If someone says “smart phone” or “GPS” to you, you probably have an instant understanding of what they are talking about because those things are familiar and ubiquitous. But if you hear “screen scraping,” “bot,” “crawler,” or “spider” most people are less certain. All these words describe similar, but slightly different, ways for programs to interact with the internet.
A spider, or web spider, is a program that is pointed at a site, and given a set of policies–or instructions–of what to seek on the site. The spider can automatically follow links to try to traverse the entire site.
This technology is akin to what Google, Bing, and all the search engines use. No one needs to instruct the spider on how to navigate a website. The spider is unleashed on a site, and uses its policies to flip through pages and index the contents.
Spidering is desirable in cases where you need some data but don’t have the capacity to analyse the website to build a scraper, such as cases where you have a huge number of sites you want to target, and that is exactly what spidering is meant for, but a spider like this is not without challenges. Sometimes isolating the data you seek is difficult because there is no standardized way to present it. How many ways have you seen people format a North American phone number? There are those who have dashes, or some with the area code offset in parenthesis, and some people like to separate the parts with dots. Then there are some with letters. It’s crazy, but it’s also a walk in the park next to the haunted forest of street addresses.
Many websites need you to fill in a form to request data, and this is often called the “deep web” because most spiders and search engines don’t reach it. Again, there is no standard way to fill in a form, so there isn’t a way to make a spider policy to deal with it.

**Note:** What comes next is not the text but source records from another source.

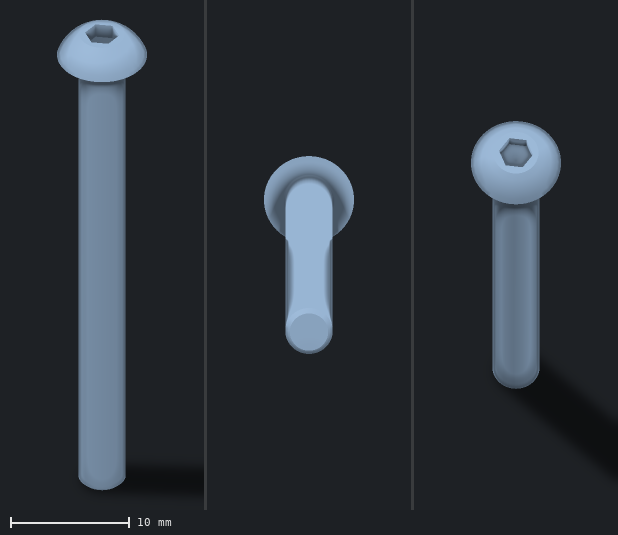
import cadquery as cq
import math

head_diameter = 7.6
head_height = 2.2
head_top_diameter = 3.8

shank_diameter = 4.0
shank_length = 45.0
tip_diameter = 3.242
tip_chamfer_height = (shank_diameter - tip_diameter) / 2
neck_fillet = 0.2

socket_across_flats = 2.5
socket_depth = 1.3
drill_point_angle = 140.0

head_radius = head_diameter / 2
head_top_radius = head_top_diameter / 2
shank_radius = shank_diameter / 2
socket_across_corners = socket_across_flats / math.cos(math.radians(30))


def dome_midpoint():
    """Middle of the dome arc, whose circle is centred on the screw axis."""
    top_z = head_height
    centre_z = (head_top_radius**2 + top_z**2 - head_radius**2) / (2 * top_z)
    dome_radius = math.hypot(head_radius, -centre_z)
    rim_angle = math.atan2(-centre_z, head_radius)
    top_angle = math.atan2(top_z - centre_z, head_top_radius)
    middle_angle = (rim_angle + top_angle) / 2
    return (
        dome_radius * math.cos(middle_angle),
        centre_z + dome_radius * math.sin(middle_angle),
    )


def make_body():
    """Head and shank revolved about Z, with the underside of the head at Z = 0."""
    profile = (
        cq.Workplane("XZ")
        .moveTo(0, -shank_length)
        .lineTo(tip_diameter / 2, -shank_length)
        .lineTo(shank_radius, -shank_length + tip_chamfer_height)
        .lineTo(shank_radius, -neck_fillet)
        .radiusArc((shank_radius + neck_fillet, 0), neck_fillet)
        .lineTo(head_radius, 0)
        .threePointArc(dome_midpoint(), (head_top_radius, head_height))
        .lineTo(0, head_height)
        .close()
    )
    return profile.revolve(360, (0, 0, 0), (0, 1, 0))


def make_socket():
    """Hexagonal prism with two corners on the Y axis, plus the cone below it."""
    floor_z = head_height - socket_depth
    cone_radius = socket_across_flats / 2
    cone_depth = cone_radius / math.tan(math.radians(drill_point_angle / 2))
    hexagon = (
        cq.Workplane("XY")
        .workplane(offset=floor_z)
        .transformed(rotate=(0, 0, 90))
        .polygon(6, socket_across_corners)
        .extrude(socket_depth)
    )
    cone = (
        cq.Workplane("XZ")
        .moveTo(0, floor_z)
        .lineTo(cone_radius, floor_z)
        .lineTo(0, floor_z - cone_depth)
        .close()
        .revolve(360, (0, 0, 0), (0, 1, 0))
    )
    return hexagon.union(cone)


result = make_body().cut(make_socket())

Often it seems like people see spidering as an easier alternative to screen-scraping that has to be tailored to a target site, and sometimes it can be, however, it’s not simple. The policies to identify your data need to be robust, and will likely never get 100% of the data you seek. Even Google is constantly updating and tweaking their policies to identify information. If your requirements are that you need to query a large number of sites, and it’s not a big deal if you don’t find all the data on the first run, then this might be the solution you seek.